Goal of the exercise:
From the first line of the listing, copy each line exactly until you have included the line with "- Up to frame 1 (0.5 s): no input"; leave out the pictures.

Supplied entries:
######
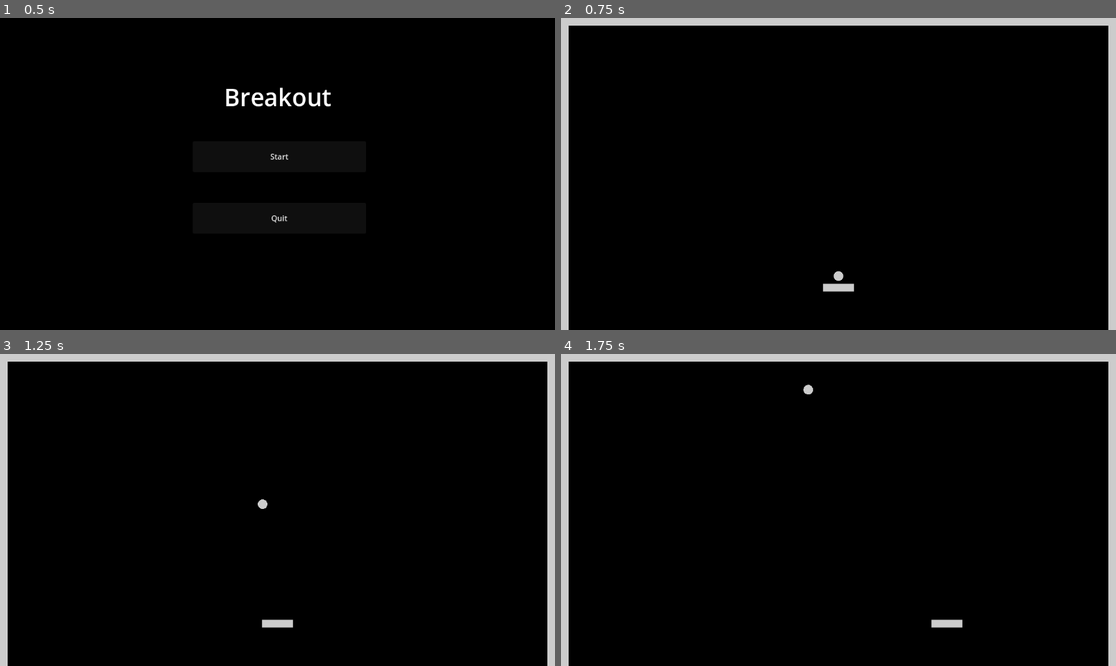
Above: before the commit, frames 1-4 (two rows, left to right).
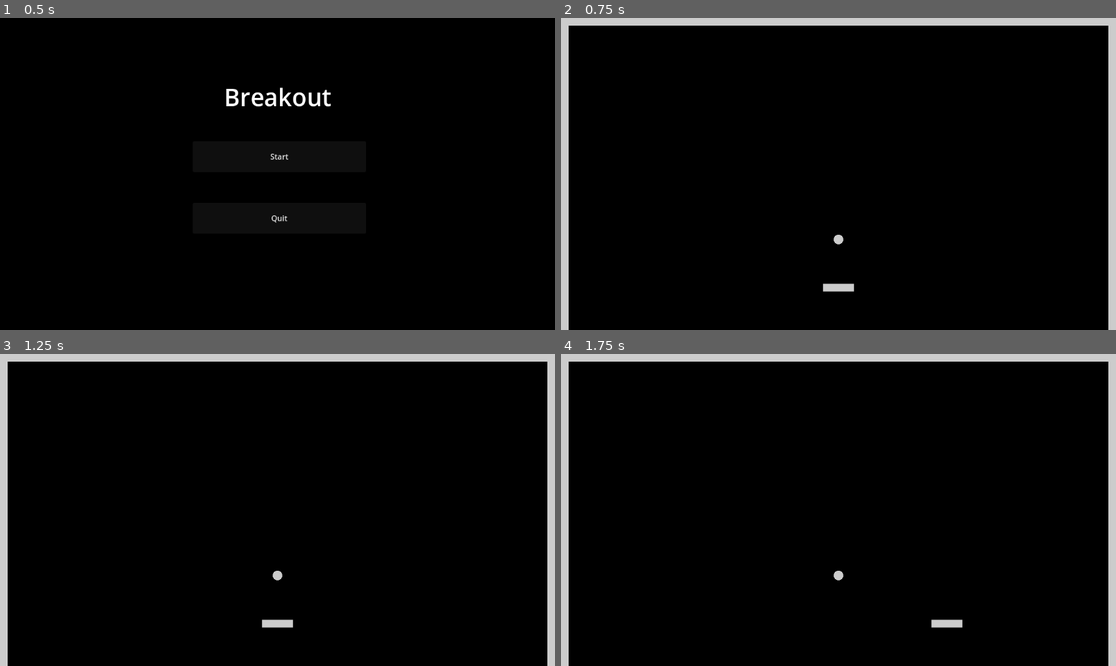
Above: after the commit, the same moments.

Repository: 5tupidmuffin/gd_breakout
Game: Godot game, scene res://scenes/menu/menu.tscn
Same seed, same stepped clock (60 frames per second), same inputs: the game is played once before the commit and once after it.
Inputs:
- Up to frame 1 (0.5 s): no input
- Up to frame 2 (0.75 s): click "Start" at 0.5 s
- Up to frame 3 (1.25 s): no input
- Up to frame 4 (1.75 s): tap Enter at 1.25 s; hold Right (ui_right) from 1.28 s (still down)

Frame 1 is identical in both runs. In frame 2, less than 0.1% of the frame differs, in the area x 49-51%, y 69-85%; in frame 3, less than 0.1%; in frame 4, less than 0.1%.

Commit message:
updated ball spawn logic

Diff:
--- /dev/null
+++ b/entities/spawn_point/SpawnPoint.gd
@@ -0,0 +1,33 @@
+extends Node2D
+class_name SpawnPoint
+
+signal ball_collided(ball_ref, collided_obj)
+#signal ball_collided(ball_ref: Ball, collided_obj: Object)
+
+
+@export var paddle: Paddle
+@export var spawn_freeze: int = 3
+@export var paddle_distance: int = 100
+
+@onready var timer: Timer = $Timer
+
+var ball_ref: Ball = null
+
+
+func spawn_ball() -> void:
+	var ball_scene: PackedScene = load("res://entities/ball/ball.tscn")
+	var ball: Ball = ball_scene.instantiate()
+	ball_ref = ball
+	ball.direction = Vector2.ZERO
+	ball.global_position = paddle.global_position + Vector2(0, -paddle_distance)
+	ball.connect("collided", _on_ball_collision)
+	add_sibling(ball)
+	timer.start(spawn_freeze)
+
+
+func _on_timer_timeout() -> void:
+	ball_ref.direction = Vector2(0, 1)
+
+
+func _on_ball_collision(ball_ref: Ball, collided_wth: Object) -> void:
+	emit_signal("ball_collided", ball_ref, collided_wth)
--- /dev/null
+++ b/entities/spawn_point/spawn_point.tscn
@@ -0,0 +1,13 @@
+[gd_scene load_steps=2 format=3 uid="uid://cygf88xaya8hd"]
+
+[ext_resource type="Script" path="res://entities/spawn_point/SpawnPoint.gd" id="1_8mery"]
+
+[node name="SpawnPoint" type="Node2D"]
+position = Vector2(576, 456)
+script = ExtResource("1_8mery")
+
+[node name="Timer" type="Timer" parent="."]
+wait_time = 3.0
+one_shot = true
+
+[connection signal="timeout" from="Timer" to="." method="_on_timer_timeout"]
--- a/scenes/game/game.gd
+++ b/scenes/game/game.gd
@@ -1,12 +1,13 @@
 extends Node2D
+class_name Game
 
 
 @onready var dead_zone: StaticBody2D = $DeadZone
-@onready var spawn_point: Node2D = $SpawnPoint
+@onready var spawn_point: SpawnPoint = $SpawnPoint
 
 
 func _ready() -> void:
-	spawn_ball()
+	spawn_point.spawn_ball()
 
 
 func _input(event: InputEvent) -> void:
@@ -14,15 +15,7 @@
 		get_tree().reload_current_scene()
 
 
-func spawn_ball() -> void:
-	var ball_scene := load("res://entities/ball/ball.tscn")
-	var new_ball: Ball = ball_scene.instantiate()
-	new_ball.connect("collided", _on_ball_collided)
-	new_ball.global_position = spawn_point.global_position
-	add_child(new_ball)
-
-
 func _on_ball_collided(ball_ref: Ball, collided_with: Object) -> void:
 	if collided_with is DeadZone:
 		ball_ref.queue_free()
-		spawn_ball()
+		spawn_point.spawn_ball()
--- a/scenes/game/game.tscn
+++ b/scenes/game/game.tscn
@@ -1,9 +1,10 @@
-[gd_scene load_steps=6 format=3 uid="uid://xi64rtsc6jnm"]
+[gd_scene load_steps=7 format=3 uid="uid://xi64rtsc6jnm"]
 
 [ext_resource type="Script" path="res://scenes/game/game.gd" id="1_yhdcr"]
 [ext_resource type="PackedScene" uid="uid://syowwubi0s7e" path="res://entities/wall/wall.tscn" id="1_yjis4"]
 [ext_resource type="PackedScene" uid="uid://26isrcdqyi7h" path="res://entities/paddle/paddle.tscn" id="2_7h3m7"]
 [ext_resource type="Script" path="res://scenes/game/dead_zone.gd" id="5_38pcr"]
+[ext_resource type="PackedScene" uid="uid://cygf88xaya8hd" path="res://entities/spawn_point/spawn_point.tscn" id="5_wjurp"]
 
 [sub_resource type="RectangleShape2D" id="RectangleShape2D_igx5n"]
 size = Vector2(1152, 20)
@@ -21,7 +22,10 @@
 script = ExtResource("5_38pcr")
 
 [node name="CollisionShape2D" type="CollisionShape2D" parent="DeadZone"]
+position = Vector2(0, -48)
 shape = SubResource("RectangleShape2D_igx5n")
 
-[node name="SpawnPoint" type="Node2D" parent="."]
-position = Vector2(576, 456)
+[node name="SpawnPoint" parent="." node_paths=PackedStringArray("paddle") instance=ExtResource("5_wjurp")]
+paddle = NodePath("../Paddle")
+
+[connection signal="ball_collided" from="SpawnPoint" to="." method="_on_ball_collided"]
######
Answer below:
Above: before the commit, frames 1-4 (two rows, left to right).
Above: after the commit, the same moments.

Repository: 5tupidmuffin/gd_breakout
Game: Godot game, scene res://scenes/menu/menu.tscn
Same seed, same stepped clock (60 frames per second), same inputs: the game is played once before the commit and once after it.
Inputs:
- Up to frame 1 (0.5 s): no input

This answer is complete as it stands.